⼤同特殊鋼、渋川工場に特殊溶解設備を増設、航空エンジンや半導体関連等、高級鋼の増産に対応

 大同特殊鋼は6月22日、今後需要が高まることが予想されるニッケル基合金やクリーンステンレス等高付加価値製品である高級鋼の増産に備えて、これらの製造に不可欠な特殊溶解設備の真空アーク再溶解炉(VAR)1基を投資額7.5億円で渋川工場(群馬県渋川市石原500)に増設すると発表した。稼働開始時期は2023年8月を予定している。

 大同特殊鋼は2016年に世界最大級の25トン真空誘導炉(VIM)の渋川工場への設置を皮切りに高級鋼の生産能力拡大を進めており、今回の投資もこの一環となる。

 大同特殊鋼の高付加価値製品の代表であるニッケル基合金やクリーンステンレス鋼は、真空誘導炉で溶解した鋼塊を特殊溶解設備で再溶解して製品内部の清浄度や均質性を高めることで、航空エンジンや半導体製造装置等さまざまな厳しい使用環境に対応できる製品。カーボンニュートラルやデジタル社会の実現に貢献する製品であり、今後ますます需要が高まることが予想される。
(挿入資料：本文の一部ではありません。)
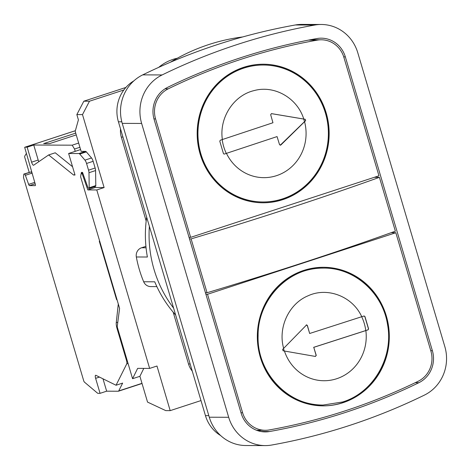 <?xml version="1.0" encoding="UTF-8"?>
<svg xmlns="http://www.w3.org/2000/svg" width="470" height="470" viewBox="0 0 470 470"><rect width="100%" height="100%" fill="white"/><g stroke="black" fill="none" stroke-linecap="round" stroke-linejoin="round"><path stroke-width="0.7" d="M82.174 173.759L81.069 173.759L80.629 176.832L119.592 308.367L117.265 326.339A1.61 0.47 71.9 0 0 117.43 327.566L132.575 378.703L137.651 368.368L149.642 368.415L96.785 189.956L87.819 189.921L82.174 173.759L82.926 173.518M87.819 189.921L95.146 187.524L94.823 186.596M149.642 368.415L156.974 366.018L170.187 410.639L165.769 410.621L147.545 402.097L139.907 376.311L143.791 368.392M96.785 189.956L104.111 187.559L82.497 114.598L76.851 114.574L78.408 119.844L75.194 131.353L81.122 151.358L85.581 151.375A4.03 1.169 71.9 0 1 86.345 151.886L91.538 157.973A4.03 1.169 71.9 0 1 93.148 161.316L95.134 168.013A4.03 1.169 71.9 0 1 95.58 170.557L95.798 185.597A2.415 0.705 71.9 0 1 95.545 186.361L88.948 188.517A2.415 0.705 71.9 0 1 87.614 186.678L82.514 172.367L81.533 172.367A1.61 0.47 -108.1 0 0 81.492 172.373A1.61 0.47 -108.1 0 0 81.357 173.289L81.416 173.642M104.111 187.559L95.146 187.524M132.575 378.703L139.907 376.311M118.287 303.961L116.255 322.708A8.055 2.344 -108.1 0 0 117.112 328.741L126.459 360.308A4.03 1.169 71.9 0 1 126.747 363.874L116.049 385.247L122.641 383.091L118.704 390.952A4.03 1.169 71.9 0 1 118.44 391.21A4.03 1.169 71.9 0 1 118.328 391.228L106.655 391.181L102.995 378.82M156.863 286.606L150.676 286.583A8.055 7.673 -89.8 0 1 143.679 281.765A116.824 111.261 -89.8 0 1 136.341 256.978A8.055 7.673 -89.8 0 1 141.593 247.761L145.917 246.345M82.497 114.598L89.476 101.22L123.839 89.987M170.187 410.639L200.99 400.569M120.543 128.992A20.14 19.182 90.2 0 0 121.307 137.081L146.176 221.041M173.166 312.156L188.517 363.986A20.14 19.182 90.2 0 0 192.259 371.1M75.376 130.713L25.028 147.175A4.03 1.169 71.9 0 0 24.916 147.192A4.03 1.169 71.9 0 0 24.681 147.398L35.262 184.093A1.61 0.47 71.9 0 1 35.268 185.626A1.61 0.47 71.9 0 1 35.227 185.632L29.487 185.609A1.61 0.47 71.9 0 1 28.641 184.369L25.374 175.304A1.61 0.47 71.9 0 0 24.528 174.064L23.823 174.059L23.5 177.519L83.678 380.665A1.61 0.47 71.9 0 0 84.43 382.116L97.46 393.102A4.03 1.169 71.9 0 0 97.942 393.331L100.063 393.337L106.655 391.181M29.187 172.308L24.834 157.597A1.61 0.47 71.9 0 1 24.728 156.152L26.238 153.637M32.236 173.888L31.972 173.148A1.61 0.47 -108.1 0 0 31.12 171.908L23.823 174.059M38.822 161.674A3.225 0.934 71.9 0 1 38.188 160.029L33.74 145.024L72.174 145.177L74.542 149.025L75.229 151.334L68.632 153.49L78.989 153.531A4.03 1.169 71.9 0 1 79.747 154.042L84.947 160.129A4.03 1.169 71.9 0 1 86.55 163.472L88.536 170.169A4.03 1.169 71.9 0 1 88.983 172.713L89.2 187.747A2.415 0.705 71.9 0 1 88.948 188.517M72.55 166.721L55.243 152.791L48.651 154.947L33.646 165.211A3.225 0.934 71.9 0 1 33.576 165.246A3.225 0.934 71.9 0 1 31.59 162.179L38.188 160.029M100.063 393.337L95.621 378.338A3.225 0.934 71.9 0 1 95.598 375.277A3.225 0.934 71.9 0 1 95.88 375.313L116.049 385.247M99.699 241.204L99.276 241.204L116.589 299.666L117.012 299.666M68.632 153.49L75.012 175.028L73.59 175.022L48.651 154.947M25.028 147.175L27.148 147.181L31.59 162.179M78.66 143.056L72.174 145.177M27.148 147.181L33.74 145.024M75.723 133.127L43.663 143.608L49.556 143.632L76.246 134.908M73.59 175.022L74.883 174.599M80.593 149.578L75.229 151.334M79.912 147.275L74.542 149.025M116.977 299.537L116.589 299.666M81.069 173.759L82.808 173.189M76.851 114.574L83.83 101.197L125.895 87.449M177.296 58.233A45.925 43.739 90.2 0 0 158.701 67.363M89.476 101.22L83.83 101.197M149.372 226.311A116.824 111.261 90.2 0 0 173.606 308.132M146.675 217.205A116.824 111.261 90.2 0 0 147.392 257.019L136.341 256.978M143.679 281.765L154.73 281.806A116.824 111.261 90.2 0 0 175.651 315.018M133.885 80.846A35.044 33.376 -89.8 0 0 118.411 121.783L205.449 415.621L208.815 415.639M242.737 36.942A199.403 189.915 90.2 0 0 170.252 62.299M220.689 435.59A35.044 33.376 -89.8 0 1 205.449 415.621M321.315 24.481L301.916 24.405A40.285 38.364 90.2 0 0 295.336 24.975A631.486 601.43 90.2 0 0 217.446 44.574A631.486 601.43 90.2 0 0 142.721 74.871A40.285 38.364 90.2 0 0 122.241 123.375L209.279 417.213A40.285 38.364 90.2 0 0 245.763 445.519L265.162 445.595A40.285 38.364 90.2 0 0 271.742 445.025A631.486 601.43 90.2 0 0 424.357 395.129A40.285 38.364 90.2 0 0 444.832 346.625L357.793 52.787A40.285 38.364 90.2 0 0 321.315 24.481A40.285 38.364 90.2 0 0 314.736 25.051A631.486 601.43 90.2 0 0 162.121 74.942A40.285 38.364 90.2 0 0 141.646 123.451L228.684 417.289A40.285 38.364 90.2 0 0 265.162 445.595M269.557 431.525A617.786 588.387 -89.8 0 0 418.864 382.709A26.584 25.321 -89.8 0 0 432.377 350.696L345.338 56.858A26.584 25.321 90.2 0 0 321.263 38.176A26.584 25.321 90.2 0 0 316.921 38.552A617.786 588.387 90.2 0 0 167.614 87.361A26.584 25.321 90.2 0 0 154.101 119.38L241.139 413.218A26.584 25.321 -89.8 0 0 265.215 431.901A26.584 25.321 -89.8 0 0 269.557 431.525L260.874 431.489M310.464 39.744L321.257 39.785A24.975 23.788 90.2 0 1 343.876 57.34L378.961 175.798L190.655 237.356L155.564 118.898L153.96 118.892M321.257 39.785A24.975 23.788 90.2 0 0 317.174 40.144A616.176 586.854 90.2 0 0 168.26 88.824A24.975 23.788 90.2 0 0 155.564 118.898M243.566 67.345A69.29 65.988 90.2 0 0 197.899 143.791A69.29 65.988 90.2 0 0 262.894 202.787A69.29 65.988 90.2 0 0 329.153 133.756A69.29 65.988 90.2 0 0 263.429 64.214A69.29 65.988 90.2 0 0 243.566 67.345M242.602 412.736L207.517 294.279L395.822 232.721L430.914 351.178A24.975 23.788 -89.8 0 1 418.218 381.252A616.176 586.854 -89.8 0 1 269.304 429.933A24.975 23.788 -89.8 0 1 265.221 430.285A24.975 23.788 -89.8 0 1 242.602 412.736L240.993 412.731M342.912 402.731A69.29 65.988 -89.8 0 1 323.049 405.863A69.29 65.988 -89.8 0 1 257.325 336.32A69.29 65.988 -89.8 0 1 323.583 267.289A69.29 65.988 -89.8 0 1 388.578 326.286A69.29 65.988 -89.8 0 1 342.912 402.731M262.707 202.787A69.29 65.988 90.2 0 0 328.783 133.756A69.29 65.988 90.2 0 0 263.247 64.214M262.894 201.983L262.524 201.977A68.479 65.224 -89.8 0 1 198.293 143.667A68.479 65.224 -89.8 0 1 243.425 68.115A68.479 65.224 -89.8 0 1 263.059 65.019L263.429 65.019A68.479 65.224 90.2 0 0 243.795 68.115A68.479 65.224 90.2 0 0 198.657 143.673A68.479 65.224 90.2 0 0 262.894 201.983A68.479 65.224 90.2 0 0 282.529 198.886A68.479 65.224 90.2 0 0 327.666 123.328A68.479 65.224 90.2 0 0 263.429 65.019M224.096 154.113L223.438 153.549L219.796 141.241L220.283 140.23L272.958 122.74L270.655 114.668L271.537 113.634L305.23 119.292L305.635 120.667L280.831 145.007L279.544 144.666L277.059 136.588L224.161 154.113M280.232 145.23L305.512 120.667L305.106 119.292L271.349 113.623M280.708 145.007L280.29 145.236M224.261 154.078L277.059 136.588M190.655 237.356L189.046 237.35M315.2 39.762A26.584 25.321 90.2 0 0 313.502 39.175M261.279 430.273A617.786 588.387 -89.8 0 1 258.242 430.843M189.498 238.889L191.108 238.895L207.059 292.74L205.449 292.734M374.314 177.313L379.419 177.337A398.125 36.513 163.5 0 1 191.108 238.895M379.419 177.337L395.37 231.181A398.125 36.513 163.5 0 1 207.059 292.74M207.517 294.279L205.907 294.273M395.822 232.721L391.128 232.703M323.401 267.289A69.29 65.988 -89.8 0 1 388.226 326.38A69.29 65.988 -89.8 0 1 342.542 402.731A69.29 65.988 -89.8 0 1 322.861 405.863M323.583 268.094L323.213 268.094A68.479 65.224 90.2 0 0 257.725 336.32A68.479 65.224 90.2 0 0 322.679 405.058L323.049 405.058C287.981 405.886 256.726 372.516 258.101 335.715C257.666 299.337 288.944 267.036 323.583 268.094C354.221 267.595 382.762 292.81 387.538 324.588C393.766 357.423 373.327 392.685 342.683 401.962L323.049 405.058M315.294 356.442L316.128 355.408L313.766 347.336L316.251 355.408L315.417 356.448L283.069 350.79L282.664 349.416L283.651 348.376C277.747 327.684 288.839 303.743 307.985 295.836C327.531 286.7 352.571 296.423 361.747 316.71L364.203 315.969M363.968 316.005L364.943 316.533L368.586 328.841L368.069 329.852L313.766 347.336M283.651 348.376L306.652 324.846M306.123 325.07L307.362 325.41L309.665 333.488L361.747 316.71M313.649 347.33L367.945 329.852L368.468 328.841L364.82 316.533L363.845 316.005M309.665 333.488L307.239 325.41L306.593 324.846M128.057 363.445L126.747 363.874M141.987 383.338L118.704 390.952M95.621 378.338L99.464 377.081M24.528 174.064L31.12 171.908M25.374 175.304L31.972 173.148M28.641 184.369L34.751 182.372M29.487 185.609L35.162 183.752M85.581 151.375L78.989 153.531M86.345 151.886L79.747 154.042M91.538 157.973L84.947 160.129M93.148 161.316L86.55 163.472M95.134 168.013L88.536 170.169M95.58 170.557L88.983 172.713M95.798 185.597L89.2 187.747M82.691 172.854L81.357 173.289M117.8 322.209L116.255 322.708M117.717 328.548L117.112 328.741M127.07 360.108L126.459 360.308M122.946 137.093L121.307 137.081M190.156 363.991L188.517 363.986M141.593 247.761L146.058 247.778M118.411 121.783L121.806 121.795M228.684 417.289L209.279 417.213M141.646 123.451L122.241 123.375M162.121 74.942L142.721 74.871M314.736 25.051L295.336 24.975M226.47 153.373A44.157 42.053 90.2 0 0 276.519 175.662A44.157 42.053 -89.8 0 0 304.56 121.707M222.369 139.531C219.067 117.841 233.655 95.334 254.088 90.598C274.415 84.894 297.34 98.024 303.773 119.051M303.702 119.057A44.203 42.1 -89.8 0 1 304.478 121.671M222.204 139.584A44.203 42.1 90.2 0 0 226.299 153.39M168.26 88.824L165.046 88.812M317.174 40.144L308.579 40.109M345.338 56.858L343.723 56.852M432.377 350.696L430.767 350.69M418.864 382.709L415.227 382.697M284.438 351.031A44.157 42.053 -89.8 0 0 336.673 378.738A44.157 42.053 90.2 0 0 365.848 330.551M284.262 351.002A44.203 42.1 -89.8 0 1 283.522 348.511M365.772 330.539A44.203 42.1 90.2 0 0 361.689 316.727M24.916 147.192L75.382 130.695M118.44 391.21L142.034 383.497M265.221 430.285L256.538 430.256"/></g></svg>

 今回の投資は、これらの製品の供給を安定化させるとともに同社製品の高級鋼化へのシフトを加速させることとなり、社会への貢献と同社事業の安定化に寄与するもの。

<用語解説>

※ニッケル基合金:ニッケルを主成分とする合金で、優れた耐熱性、耐食性を有する合金で、石油、化学、航空エンジンや発電用タービンなどの分野で主に使用される。

※クリーンステンレス:SUS316の化学成分規格内でありながら、真空誘導溶解と真空アーク再溶解を施すことで超清浄度化を実現、清浄性が求められる半導体製造装置や医療関連設備などに主に使用される。

※真空アーク再溶解炉(VAR):一次溶解(電気炉・真空誘導炉)で溶解・造塊した鋼塊を消耗電極として通電、高真空下でアーク発熱により溶融、鋼中のガス成分を低減しながら消耗電極内の介在物を浮上促進させ除去。さらに急速冷却により均質な組織を得る溶解設備。

※真空誘導炉(VIM):誘導加熱を利用した電気炉で、ニッケル基合金をはじめとする高純度金属や高級合金の溶製に用いられる溶解設備。上述の25トンは1回の溶解量を指し、設備の大きさの規模を表す。